At T-Mobile I had been promoted to assistant manager in a retail store. Pay went slightly up, while commission went down. But I was suddenly responsible for a lot more, went to more meetings and sat on more calls. I had to come in on days off if a sales person called off. More time was lost for an minuscule increase in compensation. I stepped down after 6 months, going back to sales. I didn’t notice the change in my paychecks.
Honorable Mention: You Will Be Replaced
Not everyone is (currently) at risk of this, but automation and robotics are beginning to threaten those in the lowest level of the labor pool. For so many companies, human labor is the most costly element. Outsourcing jobs to foreign countries was only a half-measure. Complete computer automation for companies is coming very soon.

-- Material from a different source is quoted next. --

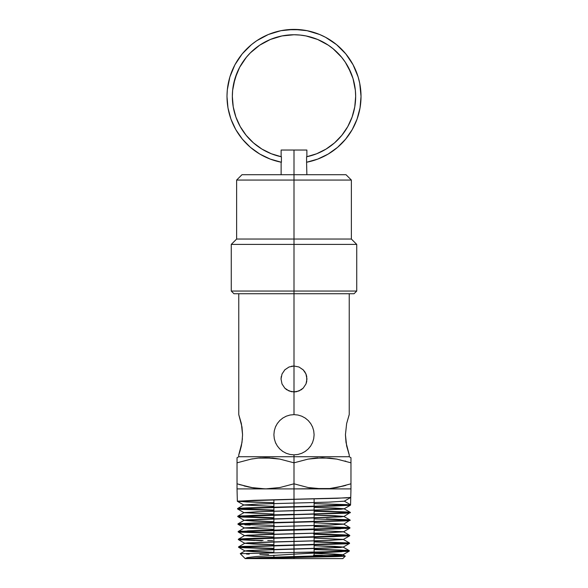 <?xml version="1.0" encoding="UTF-8"?>
<svg xmlns="http://www.w3.org/2000/svg" width="588" height="588" viewBox="0 0 588 588"><rect width="100%" height="100%" fill="white"/><g stroke="black" fill="none" stroke-linecap="round" stroke-linejoin="round"><path stroke-width="0.88" d="M261.939 149.087L271.347 153.769L281.417 156.783L281.417 162.251A67.025 67.025 0 0 1 294 29.4A67.025 67.025 0 0 1 361.025 96.425A67.025 67.025 0 0 0 294 29.4A67.025 67.025 0 0 0 281.417 162.251L281.417 156.783L271.347 153.769L261.939 149.087L253.457 142.877L246.159 135.321L240.249 126.626L235.898 117.063L233.238 106.891L232.341 96.425A61.659 61.659 0 0 1 294 34.758A61.659 61.659 0 0 1 355.659 96.425L354.762 106.891L352.102 117.063A61.659 61.659 0 0 0 355.659 96.425A61.659 61.659 0 0 1 306.583 156.783A61.659 61.659 0 0 0 334.528 142.891L326.061 149.087L316.653 153.769L306.583 156.783L306.583 162.251L306.583 156.783M334.557 142.869A61.659 61.659 0 0 0 352.094 117.086M341.657 57.301A61.659 61.659 0 0 0 246.343 57.301L250.4 52.824L259.742 45.151L270.406 39.455L281.968 35.949L294 34.758L300.042 35.059L306.032 35.949L317.594 39.455L328.258 45.151L333.117 48.76L341.665 57.308L345.266 62.166L348.375 67.355L353.006 78.52L355.365 90.376L355.659 96.425A61.659 61.659 0 0 0 341.672 57.315M246.328 57.315A61.659 61.659 0 0 0 233.532 84.371M354.049 293.735L356.732 291.053L356.732 244.402L351.367 239.044L351.367 180.06L346.009 174.702L294 174.702L294 180.06L351.367 180.06L294 180.06L294 239.044L351.367 239.044L294 239.044L294 244.402L356.732 244.402L294 244.402L294 291.053L356.732 291.053L294 291.053L294 293.735L354.049 293.735L294 293.735L294 366.008L298.976 367L303.18 369.815L305.988 374.012L306.723 376.438L306.723 381.516L305.988 383.957L303.18 388.154L298.976 390.961L294 391.961L296.55 391.704L291.464 391.711L286.79 389.77L284.827 388.161L282.019 383.971L281.027 378.981L282.019 374.005L284.93 369.705M350.97 459.096L350.97 457.736L349.228 456.729L294 456.729L349.228 456.729L349.228 454.847L346.016 442.485L345.435 434.745L346.633 423.566L349.228 414.636L349.228 293.735M349.081 454.458L346.641 445.939L345.435 434.745L346.633 423.566L349.081 415.032M238.772 293.735L238.772 414.636L241.359 423.551L242.565 434.745L241.984 442.47L238.772 454.847L238.772 456.729L294 456.729L294 462.822L308.068 459.11L322.43 457.736L336.865 459.103L350.97 462.822L350.97 460.772M239.919 451.444L238.919 454.458M284.761 369.874L289.024 367L294 366.008L294 414.636L297.94 415.025L301.732 416.186L305.187 418.039L308.215 420.523L310.699 423.551L312.559 427.006L313.713 430.791L314.11 434.745L313.713 438.692L312.559 442.477L310.714 445.925L308.222 448.96L305.209 451.437L301.74 453.304L297.947 454.458L294 454.847L290.038 454.458L286.268 453.304L282.806 451.444L279.785 448.96L277.301 445.947L275.441 442.477L274.287 438.699L273.89 434.745L274.295 430.761M301.725 453.311L297.94 454.465L294 454.847L294 456.729L294 454.847L290.038 454.458L286.268 453.304L282.806 451.444L279.785 448.96L277.301 445.939M315.278 458.081L329.692 458.081L336.865 459.103L350.97 462.822L350.97 483.806L336.873 487.525L329.721 488.547L294 488.9L294 499.337L337.1 498.286L350.749 497.426L350.558 504.769L294 507.003L349.463 505.32L350.551 505.085L349.463 504.842L346.229 504.607L314.11 503.615L350.279 504.967M317.836 457.876L315.352 458.074M345.884 461.249L344.95 460.985M350.97 460.117L350.97 460.705M350.97 488.547L350.97 487.518L350.97 488.9L322.481 488.9L350.97 488.9L350.97 457.736M314.11 555.212L345.281 556.123L294 557.365L294 558.6L342.819 558.6L294 558.6L294 557.365L245.181 558.6L294 558.6L245.181 558.6L247.188 557.615L255.714 556.564L294 554.146L294 552.433L240.257 553.653L245.181 558.6L247.188 557.615L255.714 556.564L294 554.146L294 557.365L294 554.146L349.184 551.14L342.054 550.412L314.11 549.582L337.416 550.228M350.551 505.085L350.97 488.9M340.526 550.03L314.11 549.265L340.526 550.03L349.147 550.838L319.527 552.058L331.235 552.058L294 552.433L294 545.296L345.354 543.863L349.301 543.503L349.573 543.069L294 545.296L242.748 546.421L238.522 546.899L241.639 547.31L273.89 548.361L254.78 547.854M349.147 550.838L334.219 551.654L294 552.433L294 554.146L341.738 551.691M349.309 542.945L314.11 541.607L349.573 543.069M349.11 543.224L314.11 541.923L349.294 543.261M313.595 533.933L342.804 534.793L348.985 535.205L349.772 535.411L348.706 535.646L294 537.638L333.455 536.682L349.764 535.719M349.301 535.565L314.11 534.257L349.493 535.602M348.89 527.51L314.11 526.282L349.97 527.745L333.594 528.708L294 529.663L333.565 529.024L349.963 528.061L345.7 528.546M349.493 527.906L314.11 526.598L349.272 527.87M326.487 518.925L347.633 519.719L350.169 520.086L345.898 520.564L294 522.32L345.884 520.88L350.161 520.402L345.891 519.924L314.11 518.939L345.891 519.924L350.161 520.402L347.736 520.762L254.369 522.96L237.934 523.915L294 522.32L294 529.663L254.501 530.619L238.133 531.574L273.89 533.044L238.603 531.736M238.824 516.815L273.89 518.043L242.028 517.05L238.824 516.815L237.743 516.573L238.824 516.337L347.927 512.787L350.36 512.427L346.053 511.95L314.11 510.957L343.693 511.832L350.088 512.31L349.279 512.67L294 514.662L346.075 513.221L350.352 512.743L347.185 512.332L314.11 511.273L333.852 511.788M244.836 543.231L260.727 542.268L330.338 540.357L343.267 539.394L314.11 538.049L343.267 539.505L327.347 540.46L247.769 542.856L244.836 543.334L253.288 544.01L273.89 544.679L244.836 543.231L238.522 546.899L239.595 547.45L245.086 547.81L273.89 548.678L245.086 547.81L238.801 547.332L239.595 546.972L294 545.296L294 552.433L240.257 553.653L245.027 550.89L260.866 549.927L340.143 547.538L343.069 547.053L334.646 546.384L314.11 545.708L343.069 547.163L327.207 548.119L247.952 550.515L245.027 550.993L253.428 551.669L273.89 552.338L245.027 550.89M272.678 540.673L267.738 540.556L272.678 540.673M263.079 540.438L254.619 540.196L263.079 540.438M247.717 539.953L254.619 540.196L247.717 539.953M239.397 539.475L242.557 539.718L239.397 539.475M239.206 532.133L273.89 533.36L238.14 531.897L254.508 530.935L294 529.979L294 537.322L247.717 538.52L239.397 538.998L238.331 539.556L254.648 538.593L294 537.638L254.619 538.277L238.324 539.24L244.637 535.565L260.587 534.61L330.478 532.699L343.458 531.736L314.11 530.383L343.458 531.839L327.494 532.801L247.585 535.19L244.637 535.675L253.149 536.352L273.89 537.028L244.637 535.565M261.77 540.717L238.338 539.556M348.706 535.646L294 537.322L294 522.32L247.401 523.518L239.022 523.996L237.942 524.231L241.08 524.643L238.735 524.437M238.405 524.077L273.89 525.385L247.379 524.636M244.931 524.849L250.157 525.055L244.931 524.849M274.302 525.716L273.89 525.701M237.817 509.032L273.89 510.384L241.844 509.392L237.545 508.914L238.963 508.642L294 507.003L294 514.346L254.2 515.301L237.736 516.257L273.89 517.727L238.214 516.418M238.816 516.021L294 514.346L294 506.687L238.338 508.392L237.537 508.598L238.625 508.84L241.822 509.076L273.89 510.068M258.308 458.081L251.098 459.11L237.03 462.822L237.03 483.806L237.03 457.736L237.03 462.822L251.098 459.11L258.242 458.089L272.722 458.081L279.895 459.103L294 462.822L294 488.9L322.481 488.9L308.075 487.525L294 483.806L279.903 487.525L265.519 488.9L294 488.9L294 483.806L279.903 487.525L265.519 488.9L251.113 487.525L237.03 483.806L237.03 488.9L265.519 488.9L237.03 488.9L237.03 487.525L237.03 488.547M348.508 543.305L294 544.98L294 537.638L294 544.98L240.911 546.539M349.088 520.329L294 522.004L294 514.662L294 522.004L239.015 523.68M338.181 505.592L294 506.687L294 499.337L294 506.687L247.063 507.878L238.625 508.355L237.545 508.914L250.348 508.076L333.977 506.04L350.279 505.202M313.705 430.747L314.11 434.745L313.713 438.692L312.559 442.477L310.714 445.925L308.222 448.96L305.209 451.437L301.74 453.304M305.863 373.733L306.973 378.981L305.988 383.957L303.18 388.154L301.21 389.77L296.543 391.704M274.287 438.707L273.89 434.745L274.287 430.791L275.434 427.02L277.293 423.558L279.785 420.523L282.799 418.053L286.26 416.186L290.038 415.032L294 414.636L294 391.961L289.024 390.969L284.827 388.161L282.019 383.971L281.027 378.981L282.019 374.005L284.827 369.801L289.024 367L294 366.008L294 291.053L231.268 291.053L294 291.053L294 150.036L294 174.702L241.991 174.702L346.009 174.702M286.731 389.734L286.099 389.271M279.815 420.493L280.182 420.133M277.338 423.492L277.609 423.095M275.463 426.962L276 425.778M275.449 442.492L274.287 438.699L273.89 434.745L274.287 430.791L275.434 427.02L277.293 423.558L279.77 420.545L282.799 418.053L286.26 416.186L290.038 415.032L294 414.636L297.94 415.025L301.732 416.186L305.187 418.039L308.23 420.538L310.751 423.625M275.779 443.242L275.485 442.595M279.734 448.916L279.182 448.335M282.747 451.408L282.225 451.04M275.463 442.529L276.073 443.852M277.308 445.954L275.441 442.477M282.674 418.134L282.284 418.406M281.13 150.036L306.87 150.036L281.13 150.036L281.13 156.724A61.659 61.659 0 0 1 253.479 142.899L246.159 135.321L240.249 126.626M306.87 174.702L306.583 162.251L317.711 159.105L328.133 154.1L337.541 147.375L345.648 139.128L352.219 129.617L357.063 119.114L360.025 107.942L361.025 96.425L359.731 83.349L358.136 76.969L353.109 64.827L345.81 53.905L341.393 49.032L336.52 44.614L325.59 37.316L319.651 34.501L307.076 30.686L294 29.4L280.924 30.686L268.349 34.501L256.765 40.697L251.48 44.614L242.19 53.905L234.891 64.827L229.864 76.969L227.299 89.854L226.975 96.425L227.975 107.942L230.937 119.114L235.781 129.617L242.352 139.128L250.459 147.375L259.867 154.1L270.289 159.105L281.417 162.251M294 391.961L294 366.008L298.976 367L303.342 369.977M305.26 451.4L305.701 451.092M310.699 445.939L310.192 446.66M312.537 442.529L312.066 443.572M310.699 423.551L312.559 427.006L313.713 430.791L314.11 434.745L313.713 438.714M312.36 426.55L312.544 426.969M308.252 420.567L308.729 421.059M305.238 418.068L305.885 418.531M303.077 369.712L304.849 371.866M241.359 445.947L239.926 451.437M242.41 438.692L241.367 445.925M241.991 427.02L242.565 434.745M237.618 501.373L273.89 502.725L246.894 501.976L237.626 501.138L294 499.337L294 488.9L265.519 488.9L251.127 487.525L258.279 488.547L267.121 488.878M239.059 484.468L253.274 487.9M244.049 485.916L249.422 487.195M237.03 486.519L237.03 487.518M314.11 488.43L324.091 488.878M350.97 487.518L350.97 486.519M345.906 485.379L336.873 487.525L350.97 483.806L350.97 485.901M322.481 488.9L315.234 488.547L329.728 488.547L343.965 485.916M258.279 488.547L265.519 488.9M269.958 457.868L265.453 457.736L279.895 459.103L294 462.822L308.068 459.11L315.205 458.089M237.03 483.806L237.03 485.901M315.234 488.547L308.075 487.525L294 483.806L294 456.729L238.772 456.729L237.03 457.736M350.97 460.727L350.97 459.118M258.242 458.089L265.46 457.736M237.03 460.705L237.03 460.11M252.752 458.816L251.157 459.096M260.851 457.883L258.338 458.081M238.772 414.636L241.984 427.006M304.782 371.77L305.988 374.012M291.464 366.258L294 366.008M281.277 376.438L281.027 378.981M233.951 293.735L294 293.735L233.951 293.735L231.268 291.053L231.268 244.402L294 244.402L231.268 244.402L236.633 239.044L294 239.044L236.633 239.044L236.633 180.06L294 180.06L236.633 180.06L241.991 174.702M281.417 156.783A61.659 61.659 0 0 1 232.341 96.425L232.635 90.376L234.994 78.52L239.625 67.355L246.335 57.308M352.102 117.063L347.751 126.626L341.841 135.321L334.543 142.877M317.711 159.105L328.133 154.1L337.541 147.375M352.219 129.617L357.063 119.114M360.025 107.942L361.025 96.425A67.025 67.025 0 0 1 306.583 162.251A67.025 67.025 0 0 0 361.025 96.425M349.728 59.19L345.81 53.905L336.52 44.614M325.59 37.316L319.651 34.501M300.571 29.723L287.429 29.723M268.349 34.501L262.41 37.316M251.48 44.614L246.607 49.032M238.272 59.19L234.891 64.827M226.975 96.425L227.975 107.942M230.937 119.114L235.781 129.617L242.352 139.128L250.459 147.375M235.884 117.027A61.659 61.659 0 0 1 232.341 96.425L232.635 90.376M233.524 84.393L237.037 72.824M239.625 67.355L242.734 62.166M264.931 42.042L270.406 39.455L281.968 35.949L294 34.758L300.042 35.059M306.032 35.949L311.897 37.419M345.266 62.166L350.962 72.824M353.006 78.52L354.476 84.393M355.365 90.376L355.659 96.425M235.913 117.093A61.659 61.659 0 0 0 253.435 142.862M345.384 551.507L349.184 551.14M348.045 550.78L345.634 550.588M238.53 547.215L254.788 546.252L348.537 543.621M254.641 540.512L238.603 539.674M239.404 539.314L348.691 535.962M239.213 531.655L340.54 528.781M244.439 528.009L273.89 529.369L244.439 527.906L260.447 526.951L330.618 525.033L343.657 524.077L314.11 522.725L343.657 524.18L327.634 525.143L257.463 527.054L244.439 528.009L237.942 524.231M343.657 524.18L350.022 520.174M238.824 516.337L347.934 513.104M343.855 516.521L327.773 517.477L247.217 519.873L244.24 520.351L252.869 521.034L273.89 521.71L244.24 520.248L260.308 519.292L340.871 516.896L343.855 516.418L335.211 515.742L314.11 515.059L343.855 516.521L350.36 512.427M350 512.611L339.945 511.994M237.03 488.9L237.346 501.255L253.935 500.3L347.214 497.86M349.169 497.713L350.749 497.426L350.558 504.769L344.935 505.32M350.352 497.566L350.749 497.426M350.595 497.514L344.252 501.204L328.053 502.159L257.044 504.078L243.851 505.033L273.89 506.393L243.851 504.93L259.646 503.982L329.927 502.093L344.296 501.152L350.558 504.769L344.296 501.152L350.595 497.514M314.11 507.4L344.053 508.863L327.913 509.818L257.184 511.736L244.049 512.692L273.89 514.052L244.049 512.589L260.175 511.634L341.047 509.237L344.053 508.76L335.351 508.083L314.11 507.4M314.11 553.374L342.87 554.822L327.744 555.756L259.955 557.622L245.211 558.556L261.006 557.586L339.96 555.197L342.87 554.719L334.506 554.043L314.11 553.374M237.809 508.716L273.618 510.061M333.705 519.13L349.897 519.968M238.206 524.04L242.344 524.408M348.897 527.987L247.555 530.861M242.396 531.096L239.206 531.339M238.14 531.897L238.816 531.773M314.11 533.941L342.804 534.793M346.648 534.999L348.985 535.205M238.522 546.899L248.753 547.649M344.869 550.236L347.78 550.434M246.534 554.043L249.239 554.116M259.83 554.352L268.635 554.506M313.588 555.204L322.43 555.351M330.199 555.506L336.556 555.66M341.319 555.814L345.053 556.197L336.718 556.586L245.225 558.549M342.87 554.719L345.281 556.123L342.819 558.6M273.89 499.785L273.89 507.128M273.89 507.444L273.89 514.787M273.89 515.103L273.89 522.453M273.89 522.769L273.89 530.111M273.89 530.427L273.89 537.777M273.89 538.086L273.89 545.436M273.89 545.752L273.89 552.727M273.89 555.27L273.89 557.696M306.87 150.036L306.87 156.724M281.13 174.702L281.13 162.192M314.11 498.896L314.11 506.239M314.11 506.555L314.11 513.897M314.11 514.213L314.11 521.556M314.11 521.872L314.11 529.215M314.11 529.531L314.11 536.873M314.11 537.189L314.11 544.532M314.11 544.848L314.11 552.139M314.11 553.073L314.11 557.042M349.331 551.088L342.87 554.822M238.574 547.259L245.027 550.993M349.529 543.43L343.069 547.163M238.375 539.6L244.836 543.334M349.72 535.771L343.267 539.505M238.177 531.942L244.637 535.675M349.919 528.112L343.458 531.839M237.787 516.624L244.24 520.351M237.589 508.958L244.049 512.692M350.514 505.129L344.053 508.863M237.39 501.299L243.851 505.033M350.713 497.47L344.252 501.204M343.069 547.053L349.338 550.684M343.267 539.394L349.537 543.018M343.458 531.736L349.728 535.359M244.439 527.906L238.169 531.53M343.657 524.077L349.926 527.701M244.24 520.248L237.971 523.871M343.855 516.418L350.125 520.042M244.049 512.589L237.773 516.213M344.053 508.76L350.323 512.383M243.851 504.93L237.581 508.554"/></g></svg>

A kiosk that takes orders at McDonald’s is not paid a wage. It has no overtime, no workers comp. It never needs to take a break and will never call off. It doesn’t have a 401k or medical benefits package. Sure it may break down, but the cost of repair or replacement is certainly less than an employee requiring medical leave or surgery. If am employee costs $40,000/year and a machine that can do the same job costs $40,000 and lasts for 10 years than the machine is the better investment. It may sound cold, but it’s a numbers game: $40,000 vs $400,000 (not including medical benefits and perks).
It’s the 21st century and human machines will be replaced by metal ones.